Exercise:
In the data that follows, count each line with the string "about"; the reply is the number only.

= = =

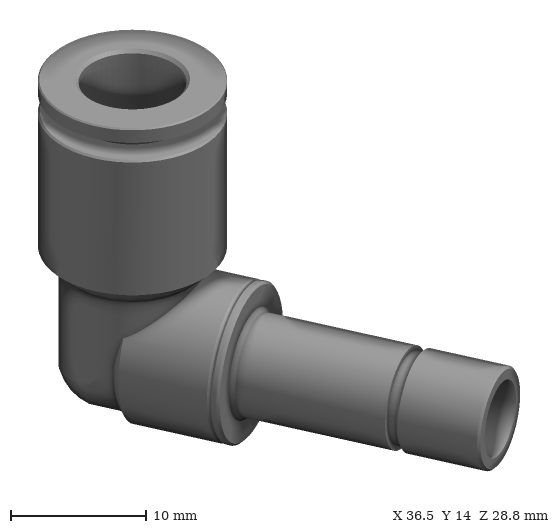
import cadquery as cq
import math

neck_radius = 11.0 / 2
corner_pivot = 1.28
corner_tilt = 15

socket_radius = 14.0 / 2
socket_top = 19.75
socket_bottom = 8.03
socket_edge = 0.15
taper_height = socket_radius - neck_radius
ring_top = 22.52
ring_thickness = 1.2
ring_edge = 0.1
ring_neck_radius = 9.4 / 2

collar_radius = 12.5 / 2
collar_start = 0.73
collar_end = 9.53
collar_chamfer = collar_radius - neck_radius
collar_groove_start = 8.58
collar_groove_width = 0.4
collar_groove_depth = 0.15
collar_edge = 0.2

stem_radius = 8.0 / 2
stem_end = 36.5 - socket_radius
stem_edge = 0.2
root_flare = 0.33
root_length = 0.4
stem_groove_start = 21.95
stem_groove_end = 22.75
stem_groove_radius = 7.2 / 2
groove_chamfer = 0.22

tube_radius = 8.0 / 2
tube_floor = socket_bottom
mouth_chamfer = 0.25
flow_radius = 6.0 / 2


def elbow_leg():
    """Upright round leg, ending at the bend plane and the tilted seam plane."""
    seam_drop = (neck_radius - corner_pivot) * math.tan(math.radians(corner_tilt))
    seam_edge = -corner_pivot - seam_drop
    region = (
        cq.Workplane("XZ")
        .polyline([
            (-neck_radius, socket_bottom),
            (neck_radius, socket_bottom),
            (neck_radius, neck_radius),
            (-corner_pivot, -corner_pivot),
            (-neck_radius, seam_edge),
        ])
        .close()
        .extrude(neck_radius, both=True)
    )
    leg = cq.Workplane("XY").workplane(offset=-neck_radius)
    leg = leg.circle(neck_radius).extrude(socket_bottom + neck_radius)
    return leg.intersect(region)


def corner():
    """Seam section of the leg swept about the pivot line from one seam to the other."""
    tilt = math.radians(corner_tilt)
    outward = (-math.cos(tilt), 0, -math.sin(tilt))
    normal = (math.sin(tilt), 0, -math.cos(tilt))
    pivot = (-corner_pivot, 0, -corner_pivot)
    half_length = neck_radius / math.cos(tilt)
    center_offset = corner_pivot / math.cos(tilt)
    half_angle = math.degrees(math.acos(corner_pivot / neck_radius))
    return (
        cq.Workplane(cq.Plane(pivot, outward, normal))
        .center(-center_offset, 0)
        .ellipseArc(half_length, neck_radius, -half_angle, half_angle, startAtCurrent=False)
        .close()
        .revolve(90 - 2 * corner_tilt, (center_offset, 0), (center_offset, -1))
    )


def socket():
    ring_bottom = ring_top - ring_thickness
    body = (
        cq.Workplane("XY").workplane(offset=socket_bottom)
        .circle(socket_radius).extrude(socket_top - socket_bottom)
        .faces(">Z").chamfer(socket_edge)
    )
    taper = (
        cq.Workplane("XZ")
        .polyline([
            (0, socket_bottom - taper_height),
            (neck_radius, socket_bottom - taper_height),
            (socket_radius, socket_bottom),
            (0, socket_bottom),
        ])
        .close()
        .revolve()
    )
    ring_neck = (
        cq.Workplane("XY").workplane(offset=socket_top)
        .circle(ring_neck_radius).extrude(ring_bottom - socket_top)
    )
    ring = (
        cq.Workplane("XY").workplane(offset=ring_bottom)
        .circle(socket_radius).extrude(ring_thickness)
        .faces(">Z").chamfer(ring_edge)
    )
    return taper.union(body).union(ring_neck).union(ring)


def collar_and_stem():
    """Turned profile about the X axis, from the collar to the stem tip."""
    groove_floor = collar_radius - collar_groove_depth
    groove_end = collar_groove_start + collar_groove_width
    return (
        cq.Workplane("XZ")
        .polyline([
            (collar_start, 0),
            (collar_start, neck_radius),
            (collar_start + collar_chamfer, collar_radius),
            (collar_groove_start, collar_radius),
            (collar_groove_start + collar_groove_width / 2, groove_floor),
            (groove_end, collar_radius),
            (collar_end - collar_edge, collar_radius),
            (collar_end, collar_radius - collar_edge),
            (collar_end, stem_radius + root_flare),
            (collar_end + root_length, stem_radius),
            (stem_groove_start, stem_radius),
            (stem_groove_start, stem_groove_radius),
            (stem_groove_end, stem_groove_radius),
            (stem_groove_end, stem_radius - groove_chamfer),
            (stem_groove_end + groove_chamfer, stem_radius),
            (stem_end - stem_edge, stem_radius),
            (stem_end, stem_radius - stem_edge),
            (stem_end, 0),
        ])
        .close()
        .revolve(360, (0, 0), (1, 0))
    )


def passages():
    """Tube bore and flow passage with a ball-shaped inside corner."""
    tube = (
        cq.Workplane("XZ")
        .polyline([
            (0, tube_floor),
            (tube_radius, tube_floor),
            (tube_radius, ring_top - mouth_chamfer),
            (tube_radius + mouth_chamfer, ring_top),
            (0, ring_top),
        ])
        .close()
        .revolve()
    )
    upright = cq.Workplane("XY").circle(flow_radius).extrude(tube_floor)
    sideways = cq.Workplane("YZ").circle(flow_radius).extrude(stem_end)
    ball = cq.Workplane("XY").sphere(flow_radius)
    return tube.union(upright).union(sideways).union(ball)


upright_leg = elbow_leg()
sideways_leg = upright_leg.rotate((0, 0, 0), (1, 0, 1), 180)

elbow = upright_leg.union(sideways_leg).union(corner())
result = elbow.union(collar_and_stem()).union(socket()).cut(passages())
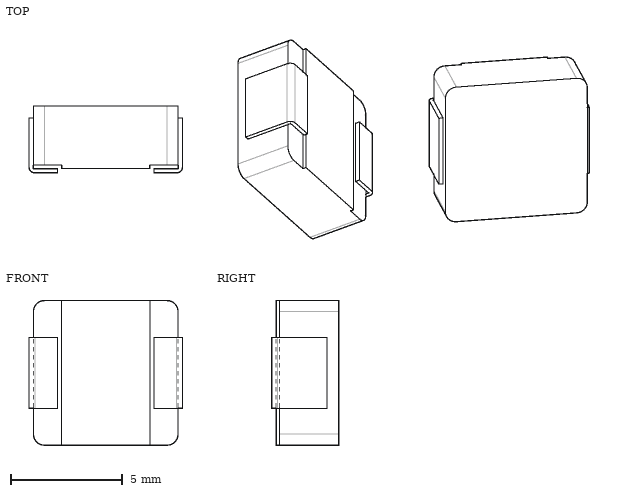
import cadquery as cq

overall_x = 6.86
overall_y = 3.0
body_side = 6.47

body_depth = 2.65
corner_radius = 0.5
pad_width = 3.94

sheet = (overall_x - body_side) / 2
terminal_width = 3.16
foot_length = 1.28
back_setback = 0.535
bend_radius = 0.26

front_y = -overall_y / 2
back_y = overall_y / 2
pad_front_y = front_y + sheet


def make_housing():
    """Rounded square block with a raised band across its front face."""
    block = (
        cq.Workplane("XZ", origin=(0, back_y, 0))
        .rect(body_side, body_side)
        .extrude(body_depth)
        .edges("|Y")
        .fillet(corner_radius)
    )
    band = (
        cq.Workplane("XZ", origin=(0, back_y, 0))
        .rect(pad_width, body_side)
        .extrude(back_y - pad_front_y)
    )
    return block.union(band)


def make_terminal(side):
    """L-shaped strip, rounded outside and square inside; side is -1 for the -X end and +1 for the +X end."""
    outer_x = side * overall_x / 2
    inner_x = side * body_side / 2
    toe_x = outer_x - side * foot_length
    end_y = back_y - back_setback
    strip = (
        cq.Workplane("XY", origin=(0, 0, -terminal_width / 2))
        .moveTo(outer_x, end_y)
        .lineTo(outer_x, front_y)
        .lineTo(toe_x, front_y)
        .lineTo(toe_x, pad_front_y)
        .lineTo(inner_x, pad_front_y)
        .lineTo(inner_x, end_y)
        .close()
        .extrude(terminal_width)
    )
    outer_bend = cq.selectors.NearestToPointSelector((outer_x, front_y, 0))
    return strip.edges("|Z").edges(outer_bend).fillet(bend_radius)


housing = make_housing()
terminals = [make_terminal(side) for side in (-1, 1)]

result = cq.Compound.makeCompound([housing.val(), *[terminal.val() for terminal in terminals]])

= = =

Written answer:
2